Photo Credits: KATHERINE FRANKS
Businesses transition to outdoor studios, forced to pause live classes during wildfires due to poor air quality
The COVID-19 pandemic took a severe toll on businesses around the country, especially those based on in-person attendance such as dance and yoga studios. To comply with safety regulations, studios like Sac Dance Lab and Davis Barefoot Yoga Studio transitioned to an outdoor class environment.
“Sac Dance Lab is Sacramento’s leader in dance training […]” the official website reads. “With a focus on commercial styles and professional dance advocacy, Sac Dance Lab is a unique, boundless place to train for aspiring and professional dancers, as well as non-professional enthusiasts.”
Jalen Tyre, a hip hop instructor at Sac Dance Lab, explained that classes prior to the pandemic were lively with many new faces and a lot of “good, new energy.”

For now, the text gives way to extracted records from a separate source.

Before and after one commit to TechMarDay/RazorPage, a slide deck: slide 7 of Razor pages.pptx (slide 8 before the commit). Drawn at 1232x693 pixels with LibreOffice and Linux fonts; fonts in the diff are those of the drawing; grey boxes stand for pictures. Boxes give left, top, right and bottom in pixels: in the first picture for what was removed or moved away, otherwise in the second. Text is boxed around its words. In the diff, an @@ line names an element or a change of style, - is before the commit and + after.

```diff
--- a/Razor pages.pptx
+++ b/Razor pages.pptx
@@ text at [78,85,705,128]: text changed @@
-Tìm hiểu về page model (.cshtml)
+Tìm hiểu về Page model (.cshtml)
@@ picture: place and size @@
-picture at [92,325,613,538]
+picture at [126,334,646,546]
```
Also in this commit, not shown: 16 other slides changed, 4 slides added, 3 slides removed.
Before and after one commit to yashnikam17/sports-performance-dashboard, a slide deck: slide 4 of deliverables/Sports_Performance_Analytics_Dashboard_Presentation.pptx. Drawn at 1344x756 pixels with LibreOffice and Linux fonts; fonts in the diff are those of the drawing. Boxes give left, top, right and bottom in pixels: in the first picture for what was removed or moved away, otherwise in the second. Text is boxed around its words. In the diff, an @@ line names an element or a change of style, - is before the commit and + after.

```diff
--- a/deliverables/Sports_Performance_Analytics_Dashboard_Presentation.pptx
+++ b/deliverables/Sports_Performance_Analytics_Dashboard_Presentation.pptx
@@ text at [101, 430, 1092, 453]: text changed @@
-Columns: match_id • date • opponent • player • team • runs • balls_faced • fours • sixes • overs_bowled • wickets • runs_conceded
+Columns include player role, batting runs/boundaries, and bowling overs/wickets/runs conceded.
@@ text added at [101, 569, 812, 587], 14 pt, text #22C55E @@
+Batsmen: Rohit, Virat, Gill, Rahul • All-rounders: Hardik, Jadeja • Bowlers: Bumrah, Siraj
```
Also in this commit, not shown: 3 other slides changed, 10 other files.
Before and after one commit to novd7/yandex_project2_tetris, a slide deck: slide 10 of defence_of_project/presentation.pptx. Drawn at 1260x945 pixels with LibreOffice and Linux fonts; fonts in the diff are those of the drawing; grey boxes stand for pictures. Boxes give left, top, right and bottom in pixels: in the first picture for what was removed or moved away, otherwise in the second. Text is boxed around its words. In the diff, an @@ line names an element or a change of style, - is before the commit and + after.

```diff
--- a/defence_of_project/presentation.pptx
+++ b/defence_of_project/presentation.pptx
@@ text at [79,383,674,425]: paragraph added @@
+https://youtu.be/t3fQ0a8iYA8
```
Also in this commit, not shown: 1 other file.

When the pandemic began, classes initially switched to a virtual format taught through Zoom and Instagram Live. Tyre explained how this alternative made the teaching experience feel very different, and that he preferred being able to see his students in order to “feel their energy.”
Once the government allowed it, classes resumed in the studio’s parking lot, but with more safety precautions and modifications for dancing outdoors.
Darina Kellom, a jazz funk instructor at Sac Dance Lab, said that the studio made sure that each class had a maximum of fifteen people and students were spaced at least six feet apart.
This new format, however, was difficult for both students and instructors at first. Without mirrors, dancers could not as easily visualize their movements and were more exposed to distractions such as heat and excess noise. To combat this, instructors taught choreography at a slower pace and adapted certain moves, projected their voices and learned to be more vigilant in watching students.
“I’ve become more patient because there are a lot of things that we take for granted being inside of a studio,” Tyre said. “The difference for me is making sure that I stay in tune with what I’m doing.”
Tyre urged other dance instructors and similar businesses wanting to transition to outdoor services to think outside the box.
“As artists, teachers and creatives, we have the space to create our own lane again,” Tyre said. “We have control over what we can do and how we do it. It’s a time for us to be innovative.”
Kellom said that dancing and art in general is important for ourselves and those around us.
“[Dance] helps give us ways to cope, it helps us with self-care, it helps with endorphins,” Kellom said. “In so many ways, the arts are so impactful.”
Outdoor classes were canceled due to poor air quality from wildfires on Aug. 20, but resumed on Aug. 31 when private group classes were offered inside the studio again. New changes included a limit of 12 students per class, registering before class, wearing a mask, screening for symptoms upon arrival and keeping a social distance of six feet at all times.
Davis Barefoot Yoga Studio also transitioned to an outdoor class format. The studio’s official website provided further insight on their goals.
“We believe that yoga benefits our lives no matter what brings us into the studio,” the official website reads. “[…] Our goal is to support you through your journey and help your bodies expand safely and comfortably into new possibilities.”
Co-owner of the studio, Wai-Mei Yeung-Boswell, said that during the studio’s first two weeks of being closed, they offered classes through Facebook Livestream, then later switched to Zoom.
Robert Boswell, who also co-owns the studio, explained that yoga is going to rapidly transition to a different approach.
“We have to adapt as much as possible,” Boswell said. “We have to rethink how we present yoga and how we present the physical space.”
The studio reopened on June 20 to transition to outdoor classes with more safety measures such as marking places on the floor for social distancing, minimizing contact by encouraging online prepay and wearing masks. During the wildfires, classes moved online due to poor air quality until Aug. 29.
Boswell believed that the pandemic has presented a bigger need for yoga and exercise in general.
“Yoga offers the opportunity to release, go inward and use your physicality,” Boswell said. “This is a lesson about patience and seeking serenity and knowing that it’ll all work out. Yoga teaches us that everything changes.”
He also offered some advice for other studios in a similar position.
“Now more than ever, we see the necessity to adapt and flow with society,” Boswell said. “We’ve come to a challenge of what it means to be in community. Now more than ever, we need to learn new ways to have community.”